Jetzt ist Ihre Meinung gefragt zu *Mobilfunk: Verbraucherschutzministerin will 1-Jahres-Vertragslaufzeit*

						Die neue Justiz- und Verbraucherschutzministerin Christine Lambrecht von der SPD will die Laufzeit von Mobilfunkverträgen verkürzen. Von aktuell zwei Jahren sollen die Vereinbarungen künftig nur noch ein Jahr dauern und sich nur noch um drei Monate selbständig verlängern. Der Gesetzesentwurf sieht auch neue Regeln für Telefonwerbung vor.

						Bitte beachten Sie: Der Kommentarbereich wird gemäß der Forenregeln moderiert. Allgemeine Fragen und Kritik zu Online-Artikeln von PC Games Hardware sind im Feedback-Unterforum zu veröffentlichen und nicht im Kommentarthread zu einer News. Dort werden sie ohne Nachfragen entfernt.

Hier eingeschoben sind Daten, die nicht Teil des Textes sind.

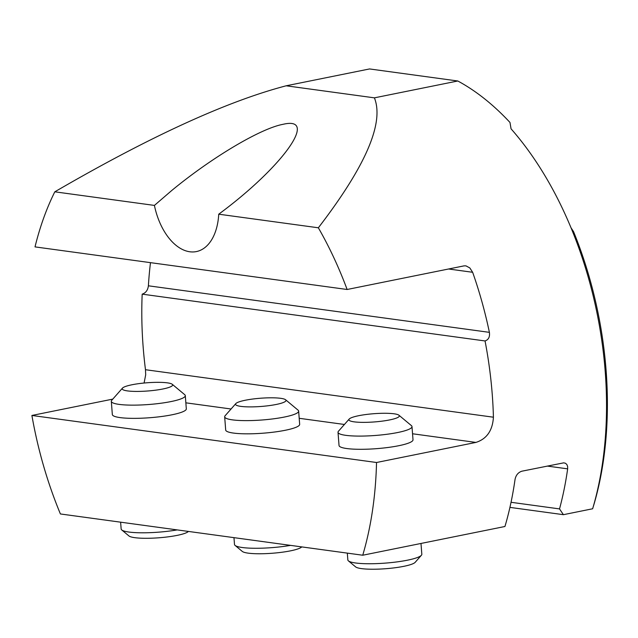 <?xml version="1.0" encoding="UTF-8"?>
<svg xmlns="http://www.w3.org/2000/svg" width="638" height="638" viewBox="0 0 638 638"><rect width="100%" height="100%" fill="white"/><g stroke="black" fill="none" stroke-linecap="round" stroke-linejoin="round"><path stroke-width="0.96" d="M509.929 507.385L563.41 514.683L592.638 508.773L594.425 502.808A280.64 166.933 -101.4 0 0 573.562 231.666L571.018 227.782A285.649 169.907 78.6 0 0 511.054 128.82L509.977 122.456A285.649 169.907 78.6 0 0 457.805 80.994L369.561 68.944L286.167 85.795L374.402 97.845L457.805 80.994M592.638 508.773A285.649 169.907 -101.4 0 0 571.018 227.782M563.41 514.683L559.526 508.909L511.046 502.289M559.526 508.909A285.649 169.907 -101.4 0 0 567.653 468.85L567.629 466.482L566.863 464.52L565.483 463.268L563.721 462.845L521.812 471.211C518.152 472.447 515.895 475.206 515.033 479.481A285.649 169.907 78.6 0 1 504.945 526.494L362.743 555.227L60.403 513.957A285.649 169.907 78.6 0 1 31.9 415.458L376.532 462.502A285.649 169.907 78.6 0 1 362.743 555.227M493.421 417.204A285.649 169.907 -101.4 0 0 485.047 340.955L142.178 294.15A285.649 169.907 -101.4 0 0 145.48 369.713L493.421 417.204C492.584 430.562 486.746 438.968 475.916 442.421L376.532 462.502M142.178 294.15C145.759 292.97 147.833 290.186 148.391 285.8L489.394 332.35C490 336.88 488.548 339.751 485.047 340.955M489.394 332.35A285.649 169.907 -101.4 0 0 472.646 272.282L469.815 267.936L465.971 265.871L464.049 265.871L347.128 289.493L35.018 246.89A285.649 169.907 78.6 0 1 54.812 191.815L154.42 205.412L171.67 190.563C211.497 157.658 260.448 128.517 282.897 124.346C319.343 115.638 282.698 166.957 218.738 214.193A53.791 31.996 78.6 0 1 196.392 251.579A53.791 31.996 78.6 0 1 154.42 205.412M150.48 262.649A285.649 169.907 -101.4 0 0 148.391 285.8M218.738 214.193L318.354 227.79A285.649 169.907 78.6 0 1 347.128 289.493M54.812 191.815C149.675 136.684 226.793 101.346 286.167 85.795M112.798 399.109L31.9 415.458M144.092 383.023L145.687 374.817L145.48 369.713M172.244 384.283L184.717 394.683A37.1 6.045 175.6 0 1 185.299 395.64L186.312 408.846A37.1 6.045 175.6 0 1 149.794 417.723A37.1 6.045 175.6 0 1 112.336 414.54L111.323 401.326A37.1 6.045 175.6 0 1 111.754 400.289L122.488 388.111A25.297 4.123 175.6 0 1 131.954 384.77A25.297 4.123 175.6 0 1 172.244 384.283A25.297 4.123 175.6 0 1 147.737 390.99A25.297 4.123 175.6 0 1 122.488 388.111M285.593 399.755L298.066 410.154A37.1 6.045 175.6 0 1 298.648 411.111L299.661 424.318A37.1 6.045 175.6 0 1 263.143 433.194A37.1 6.045 175.6 0 1 225.685 430.012L224.672 416.805A37.1 6.045 175.6 0 1 225.102 415.769L235.837 403.583A25.297 4.123 175.6 0 1 245.303 400.241A25.297 4.123 175.6 0 1 285.593 399.755A25.297 4.123 175.6 0 1 261.086 406.462A25.297 4.123 175.6 0 1 235.837 403.583M398.941 415.226L411.414 425.626A37.1 6.045 175.6 0 1 411.996 426.583L413.009 439.789A37.1 6.045 175.6 0 1 376.492 448.666A37.1 6.045 175.6 0 1 339.033 445.483L338.02 432.277A37.1 6.045 175.6 0 1 338.451 431.24L349.185 419.062A25.297 4.123 175.6 0 1 358.652 415.713A25.297 4.123 175.6 0 1 398.941 415.226A25.297 4.123 175.6 0 1 374.434 421.933A25.297 4.123 175.6 0 1 349.185 419.062M374.402 97.845C384.371 122.855 365.686 166.175 318.354 227.79M420.992 543.456L421.822 554.239A37.1 6.045 175.6 0 1 421.383 555.267L415.178 562.317A30.273 4.937 175.6 0 1 385.727 568.713A30.273 4.937 175.6 0 1 355.645 566.903L348.428 560.882A37.1 6.045 175.6 0 1 347.846 559.925L347.319 553.122M421.383 555.267A37.1 6.045 175.6 0 1 394.093 562.261A37.1 6.045 175.6 0 1 355.597 562.987A37.1 6.045 175.6 0 1 348.428 560.882M411.996 426.583A37.1 6.045 175.6 0 1 375.471 435.459A37.1 6.045 175.6 0 1 338.02 432.277M290.569 545.37A37.1 6.045 175.6 0 1 242.249 547.516A37.1 6.045 175.6 0 1 235.079 545.41A37.1 6.045 175.6 0 1 234.497 544.453L233.971 537.651M301.774 546.902A30.273 4.937 175.6 0 1 272.211 553.258A30.273 4.937 175.6 0 1 242.296 551.423L235.079 545.41M298.648 411.111A37.1 6.045 175.6 0 1 262.122 419.987A37.1 6.045 175.6 0 1 224.672 416.805M188.425 531.43A30.273 4.937 175.6 0 1 158.862 537.786A30.273 4.937 175.6 0 1 128.948 535.952L121.73 529.939A37.1 6.045 175.6 0 1 121.148 528.982L120.622 522.171M177.22 529.899A37.1 6.045 175.6 0 1 128.9 532.044A37.1 6.045 175.6 0 1 121.73 529.939M185.299 395.64A37.1 6.045 175.6 0 1 148.774 404.508A37.1 6.045 175.6 0 1 111.323 401.326M547.252 466.067L567.653 468.85M448.562 268.997L472.646 272.282M185.849 402.825L231.068 408.998M299.198 418.297L344.416 424.469M412.547 433.768L475.916 442.421"/></g></svg>

			Dieser Inhalt steht nur eingeloggten Mitgliedern zur Verfügung.
        

 Zurück zum Artikel: *Mobilfunk: Verbraucherschutzministerin will 1-Jahres-Vertragslaufzeit*


----------



## shaboo (16. August 2019)

Das ist längst überfällig. Im gleichen Zuge sollten auch die lächerlichen Kündigungsfristen von drei Monaten auf höchstens einen Monat reduziert werden!


----------



## BastianDeLarge (16. August 2019)

Wird hier zwar wie immer jeder alles schlecht reden aber ich finde es gut:

Verträge auf 12 Monate zu begrenzen und die Verlängerung auf max 3 Monate.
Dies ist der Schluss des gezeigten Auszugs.